3) The Mongol-Tatars had a huge influence on the type of Russian state and Russian state consciousness. “Tatarism has not muddied the purity of national creativity. Great is the happiness of Rus',” wrote P.N. Savitsky, that at the moment when, due to its internal decay, it had to fall, it went to the Tatars, and not to anyone else.” The Tatars united the disintegrating state into a huge centralized empire and thereby preserved the Russian ethnicity.

Sharing this position N.S. Trubetskoy believed that the founders of the Russian state were not the Kyiv princes, but the Moscow kings, who became the successors of the Mongol khans.

4) The Turanian legacy should determine the modern strategy and policy of Russia - the choice of goals, allies, etc.

The Mongolophile concept of Eurasianism does not stand up to serious criticism.

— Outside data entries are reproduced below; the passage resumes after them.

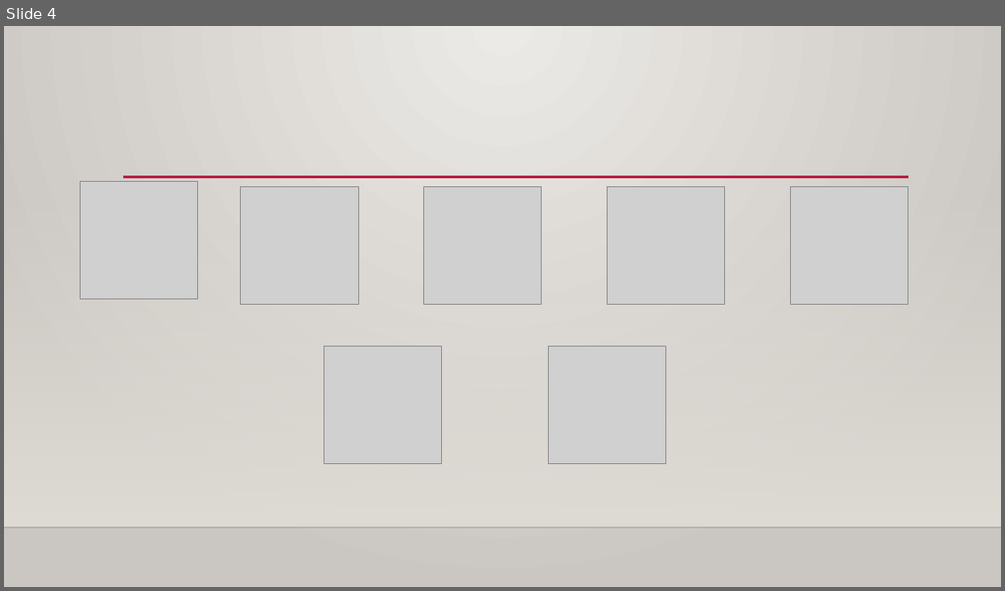
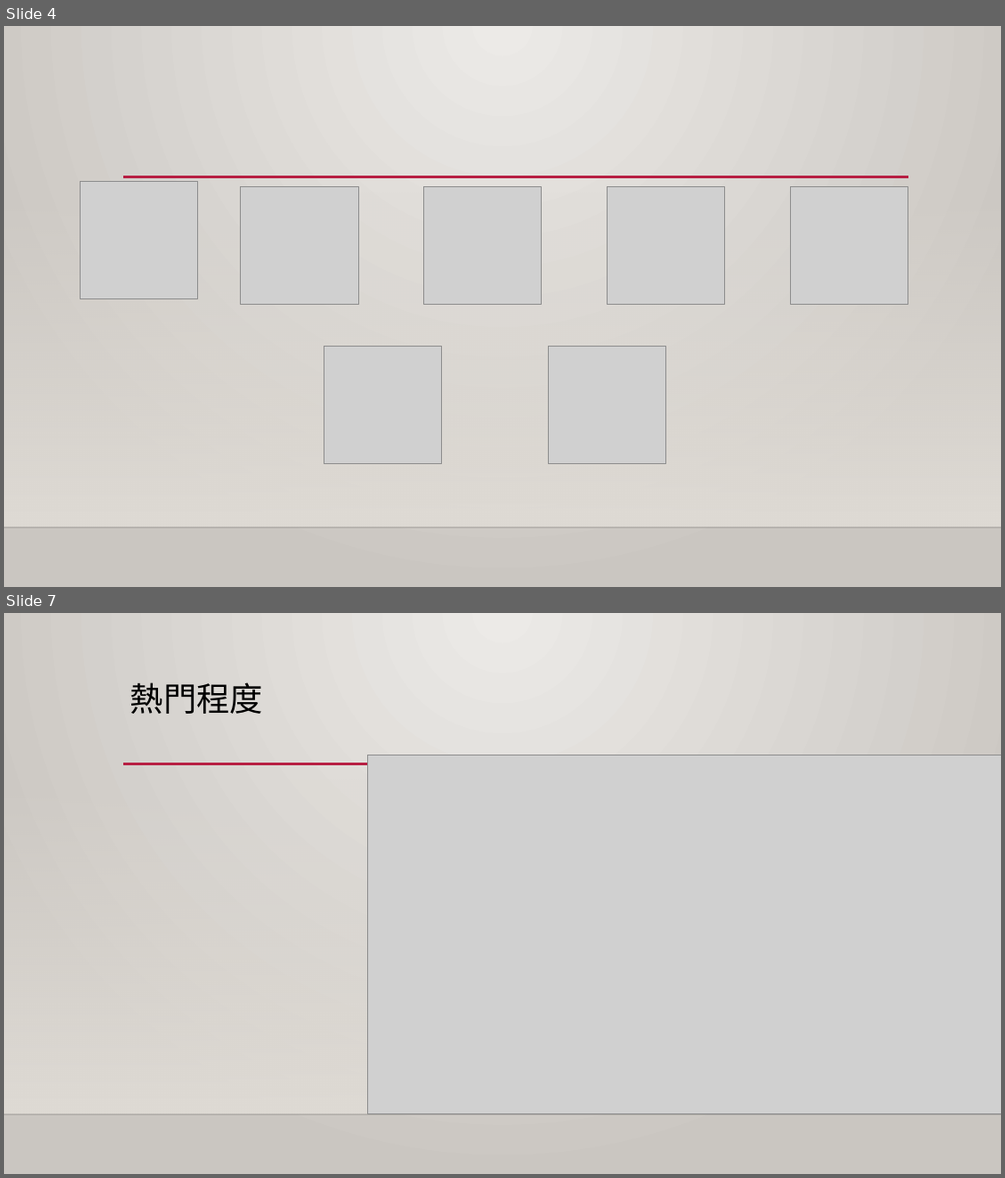
Before and after one commit to Jameswilson7788/TaipeiPapago, a slide deck: 北市啪啪走.pptx. Shown one above the other, each under a label of ours: slide 4 before the commit, slides 4 and 7 after it; the slides between them are not shown. The pictures are 1005x591 and 1005x1178 pixels, drawn with LibreOffice and Linux fonts; fonts in the diff are those of the drawing; grey boxes stand for pictures; background and template pictures are left out. Boxes give left, top, right and bottom in pixels: in the first picture for what was removed or moved away, otherwise in the second. Text is boxed around its words. In the diff, an @@ line names an element or a change of style, - is before the commit and + after.

```diff
--- a/北市啪啪走.pptx
+++ b/北市啪啪走.pptx
@@ slide 7 added at (x1=4, y1=613, x2=1001, y2=1174), background gradient #ECEAE7 to #CAC7C1; not listed: 3 template elements that a slide beside it also shows @@
@@ title added at (x1=130, y1=682, x2=263, y2=714), 32 pt, text #000000 @@
+熱門程度
@@ picture added at (x1=367, y1=755, x2=1001, y2=1113) @@
```
Also in this commit, not shown: 2 slides changed, 1 other slide added.
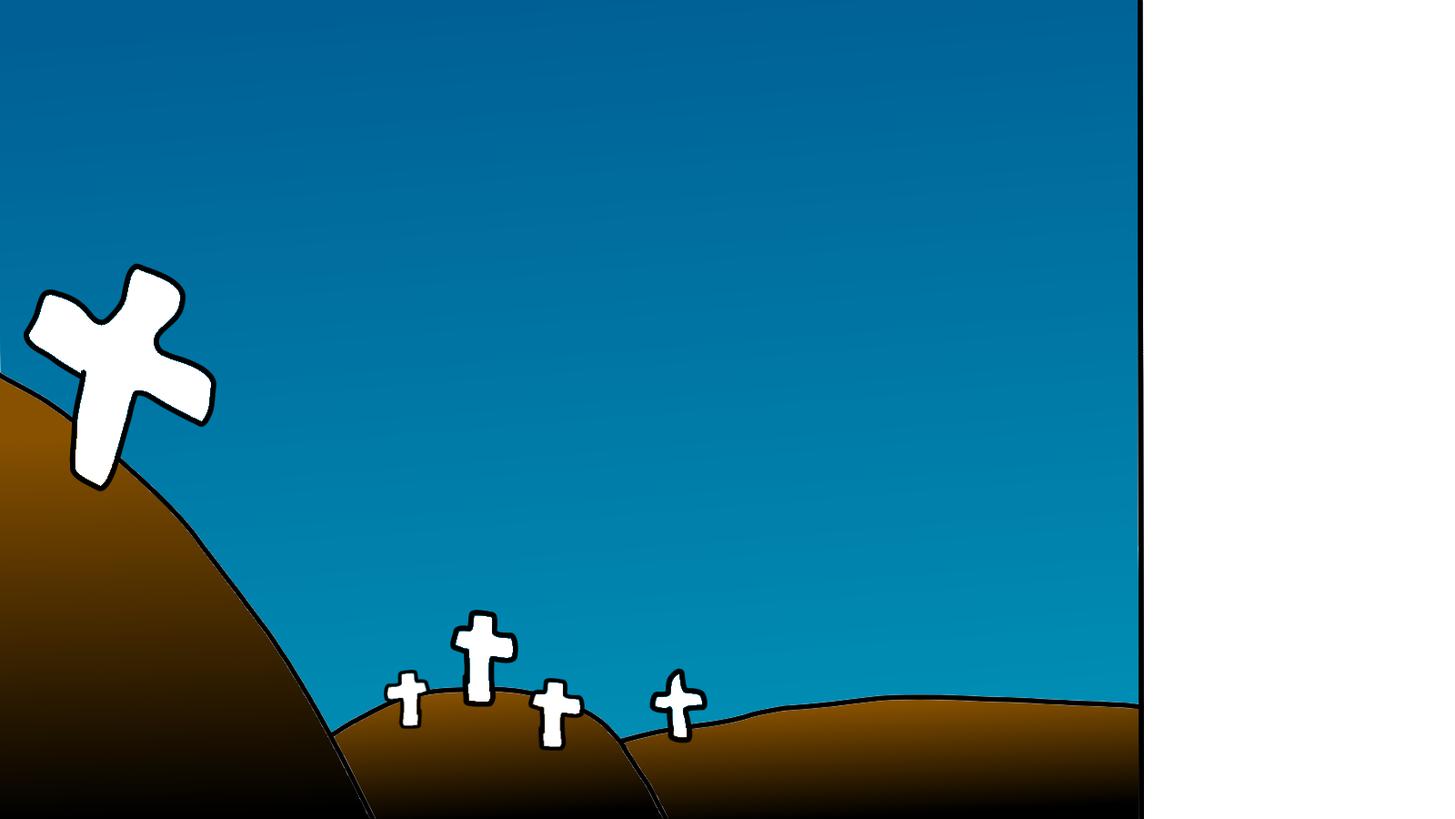
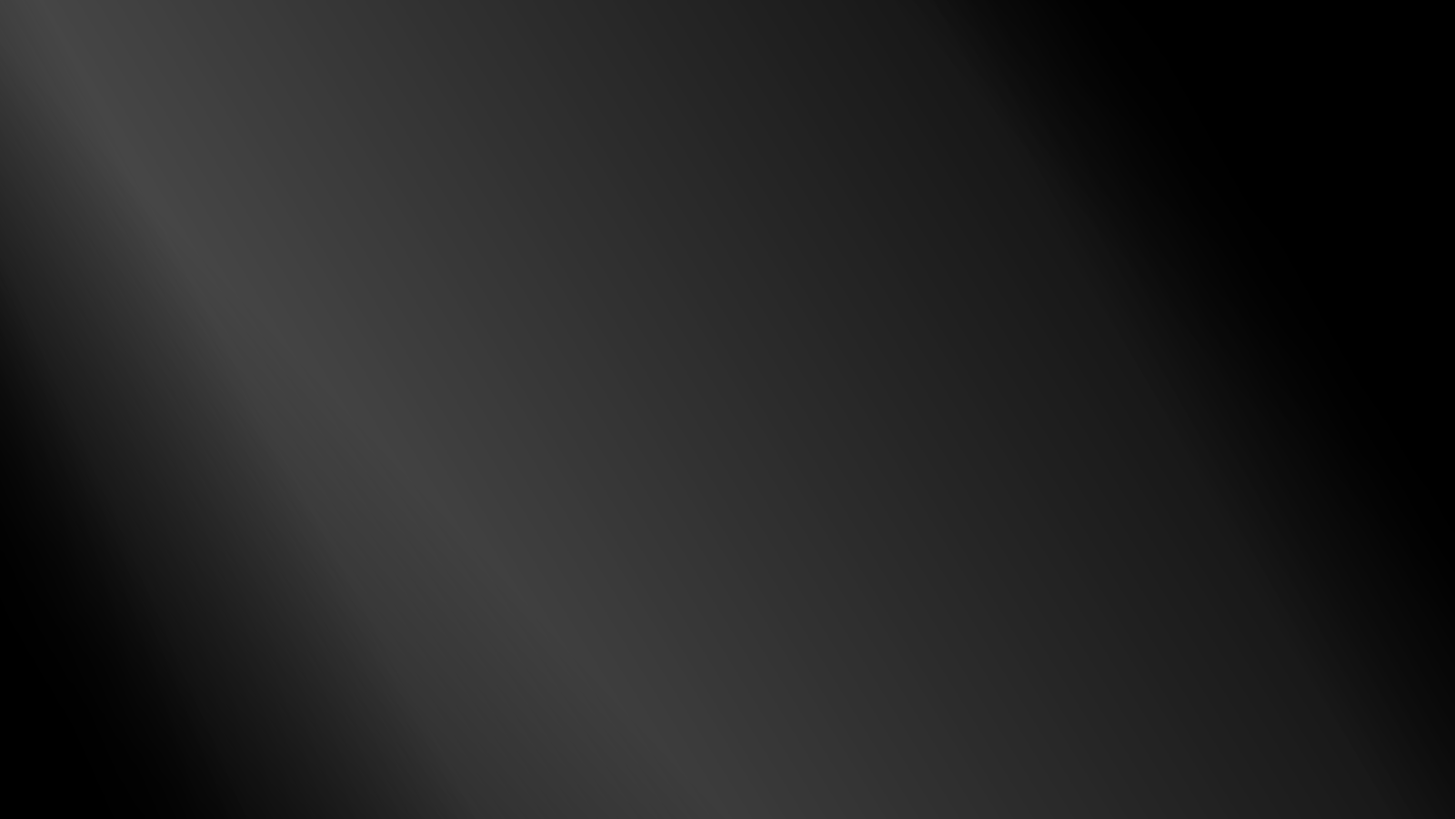
Layer changes from the first 1455x819 image to the second:
pixels changed over [0, 0, 1455, 819] (layer not identified)

Firstly, while proclaiming the principle of the middle ground of Russian culture, it nevertheless accepts “light from the East” and is aggressive towards the West. In their admiration for the Asian, Tatar-Mongol origin, Eurasians contradict historical facts, generalized and comprehended by Russian historians, S.M. Solovyov and V.O. Klyuchevsky first of all. According to their research, there is no doubt that Russian civilization has a European cultural and historical genotype, due to the commonality of Christian culture, economic, political and cultural ties with the West. Eurasians tried to illuminate the history of Russia while ignoring many significant factors in the creation of this great power. As S. Soloviev wrote, the Russian empire was created during the colonization of the vast Eurasian spaces. This process began in the 15th century and ended by the beginning of the 20th century. For centuries, Russia carried the foundations of European Christian civilization to the East and South to the peoples of the Volga region, Transcaucasia, and Central Asia, who were already heirs of great ancient cultures. As a result, a huge civilized space became Europeanized. Many tribes inhabiting Russia came into contact not only with a different culture, but also formed a national identity in a European manner.

Russia's colonial policy was accompanied by military, political, and cultural conflicts, as was the case during the creation of any other empires, for example, the British or Spanish. But the acquisition of foreign territories did not take place far from the metropolis, not across the seas, but nearby. The border between Russia and its adjacent territories remained open. The open land border created completely different patterns of relations between the mother country and the colonies than those that arose when the colonies were located overseas. This circumstance was correctly noted by the Eurasians, but was not properly understood.

The presence of an open border in the south and east made it possible to significantly mutually enrich cultures, but from this circumstance it does not at all follow that there was some special path of development of Russia, that Russian history is fundamentally different from Western European history. When Eurasians wrote about the Byzantine and Horde traditions of the Russian people, they took little account of historical realities. Coming into contact with historical facts, Eurasianism becomes a very vulnerable concept, despite all its internal consistency. Facts indicate that those periods and structures that Eurasians consider invulnerable in their concepts were in fact prone to disasters - the Muscovite kingdom, the regimes of Nicholas I and Nicholas II, etc. The legend of the Eurasians about the harmony of peoples in Tsarist Russia can be refuted by a conscientious study of the economics and politics of that time.